Lavery leaned away from the light to see the boy’s face. “Ah, that accounts for the tuppenny loaf I seen you with,” he bantered. “Did you save us a crumb itself?”
“Och,” a woman said from the bunk below, “if he’d only a potato he’d give you the skin. Come down and stand on your feet when the man’s talkin’ to you, Vinnie.”
“Aye,” said Lavery. “Come down and be introduced proper. We’re all to be gentlemen in America.”
The boy shinnied down the post, his bare toes groping for the floor. Standing beside Lavery, he cocked his head up at him and grinned. The eyes had mischief as well as cunning and the nose was saucy as a cork on water.
Lavery smiled and extended his hand. “Here I thought it was a giant in the loft and you’re no more nor a mite of a boy.”
The lad put his full grip into the handclasp. “Gi’ me any gam under five stone an’ I’ll miff wi’ him.”
“Oh an’ flatten him,” Lavery said, flexing his fingers. “I give yous Vinnie Dunne, the mighty Irish mite. Which is your ma, Vinnie?”
“Me ma’s dead. Her there’s Granny, takin’ us over.”
“It’s him takin’ me an’ the little one,” the woman said, easing herself off the bunk. She was a big, puffy woman who would take on weight if from nothing but water. She jerked a self-conscious bow out of herself. “I’m Mary Dunne, an’ the little one’s name is Emma. Vinnie was only spoofin’. We lives on Townsend Street.”
Lavery moved toward the bunk, his arm about the boy’s shoulder. He stooped and squinted in at the child, who after the look at him, slipped behind her grandmother and sucked on a piece of sugared rag.
“A broth of a girl,” Lavery said.
“Good as gold, she is. No trouble at all. The father’s waitin’ the first sight of her, him goin’ off to America after dottin’ his ‘i’. But that one. He’s no notion what he’s gettin’ with him at this age.”
Laver
y agreed, but winked at Vinnie when he spoke. “’Tis a troublesome age.”
Together the man and the boy moved down the aisle. They paused at every bunk and took the hands of its occupants. Those in their wake clustered with them that were greeted before, and those ahead moved to the front of their bunks, the quicker to meet Lavery and the boy.
At one halt Lavery stayed beyond his introduction of himself. “By a foul light here’s a fair sight,” he said.
Two girls drew deeper into the shadows, but one of them laughed aloud, her teeth gleaming in the near darkness.
“Don’t be bold, Peg,” the other whispered fiercely.
“Ah, but do be bold, Peg,” Lavery said, and gave the boy a nudge to carry on by himself. “It’s a bold country you’re goin’ to. And if you be Peg,” he moved closer to her companion, “who would this be?”

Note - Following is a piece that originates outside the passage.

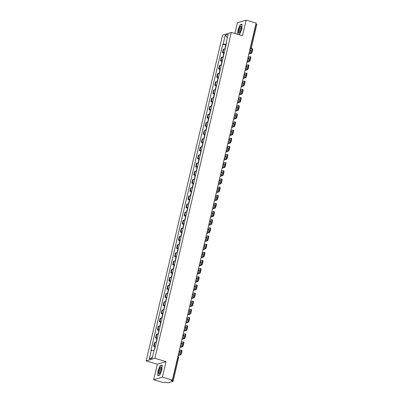 <?xml version="1.0" encoding="UTF-8"?>
<svg xmlns="http://www.w3.org/2000/svg" width="403" height="403" viewBox="0 0 403 403"><rect width="100%" height="100%" fill="white"/><g stroke="black" fill="none" stroke-linecap="round" stroke-linejoin="round"><path stroke-width="0.6" d="M153.689 379.772L162.399 377.158L172.383 380.059L256.117 23.052L246.137 20.15L242.485 35.716L231.302 32.467L222.592 35.081L146.158 360.952L157.341 364.206L153.689 379.772L163.673 382.674L165.215 382.21L168.122 382.85L173.109 381.329L172.393 380.971L177.945 357.31A1.088 0.312 -73.8 0 0 177.935 356.383A1.088 1.088 0 0 1 178.655 357.663L177.733 357.244M246.137 20.15L237.427 22.764L234.904 33.514M162.399 377.158L166.051 361.592L154.868 358.338L231.302 32.467M172.383 380.059L170.842 380.523L172.393 380.971M255.915 23.903L256.842 24.321L251.291 47.982L250.58 47.63L256.132 23.968M225.07 49.186A2.509 0.438 -166.8 0 0 223.751 49.151L223.222 49.312L222.411 52.758L222.945 52.602A2.509 0.438 13.2 0 1 224.264 52.637M223.791 53.161L222.411 52.758M223.161 57.337A2.509 0.438 -166.8 0 0 221.841 57.302L221.307 57.463L220.501 60.908L221.03 60.747A2.509 0.438 13.2 0 1 222.35 60.788M221.882 61.311L220.501 60.908M221.247 65.487A2.509 0.438 -166.8 0 0 219.932 65.452L219.398 65.608L218.592 69.059L219.121 68.898A2.509 0.438 13.2 0 1 220.441 68.933M219.967 69.457L218.592 69.059M219.338 73.638A2.509 0.438 -166.8 0 0 218.018 73.598L217.489 73.759L216.678 77.205L217.212 77.049A2.509 0.438 13.2 0 1 218.527 77.084M218.058 77.608L216.678 77.205M217.424 81.784A2.509 0.438 -166.8 0 0 216.109 81.749L215.575 81.91L214.769 85.355L215.298 85.199A2.509 0.438 13.2 0 1 216.618 85.234M216.144 85.758L214.769 85.355M215.514 89.934A2.509 0.438 -166.8 0 0 214.195 89.899L213.666 90.06L212.855 93.506L213.389 93.345A2.509 0.438 13.2 0 1 214.703 93.385M214.235 93.909L212.855 93.506M213.6 98.085A2.509 0.438 -166.8 0 0 212.285 98.05L211.751 98.206L210.945 101.657L211.474 101.496A2.509 0.438 13.2 0 1 212.794 101.531M212.326 102.055L210.945 101.657M211.691 106.236A2.509 0.438 -166.8 0 0 210.371 106.196L209.842 106.357L209.031 109.802L209.565 109.646A2.509 0.438 13.2 0 1 210.88 109.681M210.411 110.205L209.031 109.802M209.782 114.381A2.509 0.438 -166.8 0 0 208.462 114.346L207.928 114.507L207.122 117.953L207.651 117.797A2.509 0.438 13.2 0 1 208.971 117.832M208.502 118.356L207.122 117.953M207.867 122.532A2.509 0.438 -166.8 0 0 206.548 122.497L206.019 122.658L205.208 126.104L205.742 125.943A2.509 0.438 13.2 0 1 207.061 125.983M206.588 126.507L205.208 126.104M205.958 130.683A2.509 0.438 -166.8 0 0 204.638 130.648L204.109 130.804L203.298 134.254L203.827 134.093A2.509 0.438 13.2 0 1 205.147 134.128M204.679 134.652L203.298 134.254M204.044 138.834A2.509 0.438 -166.8 0 0 202.729 138.793L202.195 138.954L201.389 142.4L201.918 142.244A2.509 0.438 13.2 0 1 203.238 142.279M202.764 142.803L201.389 142.4M202.135 146.979A2.509 0.438 -166.8 0 0 200.815 146.944L200.286 147.105L199.475 150.551L200.009 150.395A2.509 0.438 13.2 0 1 201.324 150.43M200.855 150.954L199.475 150.551M200.22 155.13A2.509 0.438 -166.8 0 0 198.906 155.095L198.372 155.256L197.566 158.701L198.095 158.54A2.509 0.438 13.2 0 1 199.414 158.581M198.946 159.104L197.566 158.701M198.311 163.28A2.509 0.438 -166.8 0 0 196.991 163.245L196.463 163.401L195.651 166.852L196.185 166.691A2.509 0.438 13.2 0 1 197.5 166.726M197.032 167.25L195.651 166.852M196.397 171.431A2.509 0.438 -166.8 0 0 195.082 171.391L194.548 171.552L193.742 174.998L194.271 174.842A2.509 0.438 13.2 0 1 195.591 174.877M195.123 175.401L193.742 174.998M194.488 179.577A2.509 0.438 -166.8 0 0 193.168 179.542L192.639 179.703L191.828 183.148L192.362 182.992A2.509 0.438 13.2 0 1 193.677 183.027M193.208 183.551L191.828 183.148M192.579 187.727A2.509 0.438 -166.8 0 0 191.259 187.692L190.725 187.853L189.919 191.299L190.448 191.138A2.509 0.438 13.2 0 1 191.768 191.178M191.299 191.702L189.919 191.299M190.664 195.878A2.509 0.438 -166.8 0 0 189.345 195.843L188.816 195.999L188.005 199.45L188.539 199.289A2.509 0.438 13.2 0 1 189.858 199.324M189.385 199.848L188.005 199.45M188.755 204.029A2.509 0.438 -166.8 0 0 187.435 203.989L186.906 204.15L186.095 207.595L186.629 207.439A2.509 0.438 13.2 0 1 187.944 207.474M187.476 207.998L186.095 207.595M186.841 212.174A2.509 0.438 -166.8 0 0 185.526 212.139L184.992 212.3L184.186 215.746L184.715 215.59A2.509 0.438 13.2 0 1 186.035 215.625M185.561 216.149L184.186 215.746M184.932 220.325A2.509 0.438 -166.8 0 0 183.612 220.29L183.083 220.451L182.272 223.897L182.806 223.736A2.509 0.438 13.2 0 1 184.121 223.776M183.652 224.3L182.272 223.897M183.017 228.476A2.509 0.438 -166.8 0 0 181.703 228.441L181.169 228.597L180.363 232.047L180.892 231.886A2.509 0.438 13.2 0 1 182.211 231.921M181.743 232.445L180.363 232.047M181.108 236.626A2.509 0.438 -166.8 0 0 179.788 236.586L179.259 236.747L178.448 240.193L178.982 240.037A2.509 0.438 13.2 0 1 180.297 240.072M179.829 240.596L178.448 240.193M179.199 244.772A2.509 0.438 -166.8 0 0 177.879 244.737L177.345 244.898L176.539 248.344L177.068 248.188A2.509 0.438 13.2 0 1 178.388 248.223M177.919 248.747L176.539 248.344M177.285 252.923A2.509 0.438 -166.8 0 0 175.965 252.888L175.436 253.049L174.625 256.494L175.159 256.333A2.509 0.438 13.2 0 1 176.479 256.373M176.005 256.897L174.625 256.494M175.376 261.073A2.509 0.438 -166.8 0 0 174.056 261.038L173.522 261.194L172.716 264.645L173.245 264.484A2.509 0.438 13.2 0 1 174.564 264.519M174.096 265.043L172.716 264.645M173.461 269.224A2.509 0.438 -166.8 0 0 172.146 269.184L171.613 269.345L170.807 272.791L171.335 272.635A2.509 0.438 13.2 0 1 172.655 272.67M172.182 273.194L170.807 272.791M171.552 277.37A2.509 0.438 -166.8 0 0 170.232 277.335L169.703 277.496L168.892 280.941L169.426 280.785A2.509 0.438 13.2 0 1 170.741 280.82M170.273 281.344L168.892 280.941M169.638 285.52A2.509 0.438 -166.8 0 0 168.323 285.485L167.789 285.646L166.983 289.092L167.512 288.931A2.509 0.438 13.2 0 1 168.832 288.971M168.358 289.495L166.983 289.092M167.729 293.671A2.509 0.438 -166.8 0 0 166.409 293.636L165.88 293.792L165.069 297.243L165.603 297.082A2.509 0.438 13.2 0 1 166.918 297.117M166.449 297.641L165.069 297.243M165.814 301.822A2.509 0.438 -166.8 0 0 164.5 301.782L163.966 301.943L163.16 305.388L163.689 305.232A2.509 0.438 13.2 0 1 165.008 305.267M164.54 305.791L163.16 305.388M163.905 309.967A2.509 0.438 -166.8 0 0 162.585 309.932L162.056 310.093L161.245 313.539L161.779 313.383A2.509 0.438 13.2 0 1 163.094 313.418M162.626 313.942L161.245 313.539M161.996 318.118A2.509 0.438 -166.8 0 0 160.676 318.083L160.142 318.244L159.336 321.69L159.865 321.529A2.509 0.438 13.2 0 1 161.185 321.569M160.716 322.093L159.336 321.69M160.082 326.269A2.509 0.438 -166.8 0 0 158.762 326.234L158.233 326.39L157.422 329.84L157.956 329.679A2.509 0.438 13.2 0 1 159.276 329.714M158.802 330.238L157.422 329.84M158.172 334.419A2.509 0.438 -166.8 0 0 156.853 334.379L156.324 334.54L155.513 337.986L156.042 337.83A2.509 0.438 13.2 0 1 157.361 337.865M156.893 338.389L155.513 337.986M156.258 342.565A2.509 0.438 -166.8 0 0 154.943 342.53L154.409 342.691L153.603 346.137L154.132 345.981A2.509 0.438 13.2 0 1 155.452 346.016M154.979 346.54L153.603 346.137M226.184 44.451L223.176 44.033L225.237 35.257L228.163 34.381L226.103 43.156L226.441 43.358M152.41 357.37L149.296 359.043L152.223 358.161L154.278 349.386L154.687 349.265L226.516 43.03L226.103 43.156M149.296 359.043L151.352 350.262L153.986 350.63M223.176 44.033L222.768 44.159L150.944 350.388L151.352 350.262M146.158 360.952L154.868 358.338M238.662 34.608L239.669 34.305L241.825 28.971L242.037 24.22L240.092 24.805L237.941 30.139L237.755 34.341M157.341 364.206L166.051 361.592M159.734 375.117L161.885 369.783L162.097 365.037L160.157 365.617L158.006 370.951L157.79 375.702L159.734 375.117M225.705 45.01L222.768 44.159M225.237 35.257L227.393 37.66M240.44 24.905L240.092 24.805M160.505 365.717L160.157 365.617M225.655 46.693L225.292 46.768L225.584 47M225.292 46.768L225.735 44.864L226.103 44.788M224.733 49.146L225.096 47.604L225.458 47.529M248.928 53.69L250.691 53.161A1.632 0.463 -73.8 0 0 251.583 51.438L252.233 51.624A1.632 0.463 106.2 0 1 251.341 53.352L248.832 54.103M250.021 49.04L251.779 48.511A1.632 0.463 -73.8 0 1 251.87 48.511A1.632 0.463 -73.8 0 1 251.935 49.922L251.583 51.438M249.659 50.577L250.868 50.214M252.434 48.703A1.632 0.463 106.2 0 1 252.52 48.698A1.632 0.463 106.2 0 1 252.59 50.113L251.935 49.922M252.233 51.624L252.59 50.113M249.759 50.163L250.918 49.816A3.38 0.962 -73.8 0 1 250.354 52.219L249.195 52.566M240.107 26.815A3.541 1.008 -73.8 0 0 238.616 31.343A3.541 1.008 -73.8 0 0 239.634 32.643A3.541 1.008 -73.8 0 0 239.861 32.356A3.541 1.008 -73.8 0 0 241.326 26.815A3.541 1.008 -73.8 0 0 240.107 26.815M241.362 27.505A2.423 0.69 -73.8 0 0 241.251 27.429A2.423 0.69 -73.8 0 0 240.662 27.862A2.423 0.69 -73.8 0 0 239.72 30.381A2.423 0.69 -73.8 0 0 239.901 32.084A2.423 0.69 -73.8 0 0 240.032 32.079M239.709 34.205L238.516 34.562M237.911 34.386L238.102 30.149L240.188 24.981L242.027 24.432M160.167 367.627A3.541 1.008 -73.8 0 0 158.681 372.155A3.541 1.008 -73.8 0 0 159.699 373.455A3.541 1.008 -73.8 0 0 159.92 373.168A3.541 1.008 -73.8 0 0 161.391 367.627A3.541 1.008 -73.8 0 0 160.167 367.627M161.427 368.317A2.423 0.69 -73.8 0 0 161.316 368.241A2.423 0.69 -73.8 0 0 160.721 368.674A2.423 0.69 -73.8 0 0 159.784 371.193A2.423 0.69 -73.8 0 0 159.961 372.896A2.423 0.69 -73.8 0 0 160.097 372.891M159.774 375.017L157.961 375.566L158.162 370.962L160.253 365.793L162.087 365.244M223.746 54.843L223.378 54.919L223.67 55.151M223.378 54.919L223.826 53.015L224.194 52.939M222.824 57.297L223.181 55.755L223.549 55.679M247.019 61.84L248.777 61.311A1.632 0.463 -73.8 0 0 249.669 59.584L250.323 59.775A1.632 0.463 106.2 0 1 249.432 61.498L246.923 62.253M248.107 57.191L249.87 56.662A1.632 0.463 -73.8 0 1 249.961 56.657A1.632 0.463 -73.8 0 1 250.026 58.072L249.669 59.584M247.749 58.727L248.953 58.364M250.52 56.848A1.632 0.463 106.2 0 1 250.611 56.848A1.632 0.463 106.2 0 1 250.676 58.259L250.026 58.072M250.323 59.775L250.676 58.259M247.845 58.314L249.009 57.961A3.38 0.962 -73.8 0 1 248.444 60.369L247.281 60.717M221.831 62.994L221.469 63.07L221.761 63.301M221.469 63.07L221.917 61.16L222.28 61.085M220.909 65.442L221.272 63.906L221.635 63.83M245.11 69.986L246.868 69.457A1.632 0.463 -73.8 0 0 247.759 67.734L248.409 67.926A1.632 0.463 106.2 0 1 247.518 69.648L245.009 70.404M246.198 65.336L247.956 64.812A1.632 0.463 -73.8 0 1 248.047 64.807A1.632 0.463 -73.8 0 1 248.112 66.218L247.759 67.734M245.835 66.878L247.044 66.515M248.611 64.999A1.632 0.463 106.2 0 1 248.701 64.999A1.632 0.463 106.2 0 1 248.767 66.409L248.112 66.218M248.409 67.926L248.767 66.409M245.936 66.46L247.094 66.112A3.38 0.962 -73.8 0 1 246.53 68.515L245.372 68.863M219.922 71.145L219.554 71.22L219.852 71.447M219.554 71.22L220.003 69.311L220.37 69.235M219 73.593L219.358 72.056L219.726 71.981M243.195 78.137L244.959 77.608A1.632 0.463 -73.8 0 0 245.845 75.885L246.5 76.076A1.632 0.463 106.2 0 1 245.608 77.799L243.1 78.55M244.289 73.487L246.047 72.958A1.632 0.463 -73.8 0 1 246.137 72.958A1.632 0.463 -73.8 0 1 246.203 74.369L245.845 75.885M243.926 75.023L245.13 74.666M246.696 73.15A1.632 0.463 106.2 0 1 246.787 73.144A1.632 0.463 106.2 0 1 246.853 74.56L246.203 74.369M246.5 76.076L246.853 74.56M244.022 74.61L245.185 74.263A3.38 0.962 -73.8 0 1 244.621 76.666L243.457 77.013M218.008 79.29L217.645 79.366L217.937 79.598M217.645 79.366L218.094 77.462L218.456 77.386M217.086 81.744L217.449 80.202L217.816 80.126M241.286 86.287L243.044 85.758A1.632 0.463 -73.8 0 0 243.936 84.036L244.586 84.222A1.632 0.463 106.2 0 1 243.699 85.95L241.185 86.7M242.374 81.638L244.137 81.109A1.632 0.463 -73.8 0 1 244.223 81.109A1.632 0.463 -73.8 0 1 244.289 82.519L243.936 84.036M242.017 83.174L243.221 82.811M244.787 81.3A1.632 0.463 106.2 0 1 244.878 81.295A1.632 0.463 106.2 0 1 244.943 82.711L244.289 82.519M244.586 84.222L244.943 82.711M242.112 82.761L243.271 82.413A3.38 0.962 -73.8 0 1 242.707 84.816L241.548 85.164M216.099 87.441L215.736 87.516L216.028 87.748M215.736 87.516L216.179 85.612L216.547 85.537M215.177 89.894L215.54 88.353L215.902 88.277M239.372 94.438L241.135 93.909A1.632 0.463 -73.8 0 0 242.022 92.181L242.677 92.373A1.632 0.463 106.2 0 1 241.785 94.095L239.276 94.851M240.465 89.788L242.223 89.259A1.632 0.463 -73.8 0 1 242.314 89.254A1.632 0.463 -73.8 0 1 242.379 90.67L242.022 92.181M240.102 91.325L241.306 90.962M242.878 89.446A1.632 0.463 106.2 0 1 242.964 89.446A1.632 0.463 106.2 0 1 243.029 90.856L242.379 90.67M242.677 92.373L243.029 90.856M240.198 90.912L241.362 90.559A3.38 0.962 -73.8 0 1 240.798 92.967L239.639 93.315M214.189 95.592L213.822 95.667L214.114 95.899M213.822 95.667L214.27 93.758L214.633 93.682M213.268 98.04L213.625 96.503L213.993 96.428M237.463 102.584L239.221 102.055A1.632 0.463 -73.8 0 0 240.112 100.332L240.762 100.523A1.632 0.463 106.2 0 1 239.876 102.246L237.367 103.002M238.551 97.934L240.314 97.41A1.632 0.463 -73.8 0 1 240.4 97.405A1.632 0.463 -73.8 0 1 240.47 98.816L240.112 100.332M238.193 99.476L239.397 99.113M240.964 97.597A1.632 0.463 106.2 0 1 241.054 97.597A1.632 0.463 106.2 0 1 241.12 99.007L240.47 98.816M240.762 100.523L241.12 99.007M238.289 99.057L239.447 98.71A3.38 0.962 -73.8 0 1 238.888 101.113L237.725 101.46M212.275 103.742L211.913 103.818L212.205 104.045M211.913 103.818L212.356 101.909L212.724 101.833M211.353 106.191L211.716 104.654L212.079 104.579M235.548 110.734L237.312 110.205A1.632 0.463 -73.8 0 0 238.203 108.483L238.853 108.674A1.632 0.463 106.2 0 1 237.961 110.397L235.453 111.147M236.642 106.085L238.4 105.556A1.632 0.463 -73.8 0 1 238.49 105.556A1.632 0.463 -73.8 0 1 238.556 106.966L238.203 108.483M236.279 107.621L237.488 107.263M239.055 105.747A1.632 0.463 106.2 0 1 239.14 105.742A1.632 0.463 106.2 0 1 239.206 107.158L238.556 106.966M238.853 108.674L239.206 107.158M236.38 107.208L237.538 106.86A3.38 0.962 -73.8 0 1 236.974 109.263L235.815 109.611M210.366 111.888L209.998 111.963L210.29 112.195M209.998 111.963L210.447 110.059L210.809 109.984M209.444 114.341L209.802 112.8L210.17 112.724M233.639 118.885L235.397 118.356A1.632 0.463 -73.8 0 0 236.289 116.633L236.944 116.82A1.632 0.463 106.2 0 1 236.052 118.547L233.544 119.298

“Norah, my sister,” Peg said. “We’re Margaret and Norah Hickey.”
“Margaret and Norah Hickey,” he repeated. “Poor, poor Ireland, her fairest blooms blowin’ out to sea.”
“Are you a poet, Mr. Lavery?” Peg asked.
“The name is Dennis and I can scarce write my name.”
“I can read and write,” Peg said. “I could teach you.”
“I’ll wager there’s much you could teach me,” he said, “and me willin’ to learn it. How ever did they let the two of yous leave home?”
“We’re run away,” Peg said. “Sick we were of Ireland.”
“Peg, will you keep your wits about you? You’ll have us took off the boat,” her sister said.
Lavery, accustomed now to the murkiness, explored Peg’s face. She would be under twenty and fair indeed with a bit more flesh on her bones and color in her face. Her eyes were too large, but dark and full as her tongue of the daring. In her good time she would rule a man, a house or a country—or all of them at a stroke.
“’Tis a sickness in the guts of all of us, Peg. Else why would we be here?”
“We paid our own passage,” Norah said, lifting her head.
“As I did myself,” said Dennis.
“Worry your pride, the two of you,” Peg said. “I was all for stowin’ it in my shoe and swearin’ myself a pauper. I don’t see the why of bein’ so bloody honest in a kingdom of thieves.”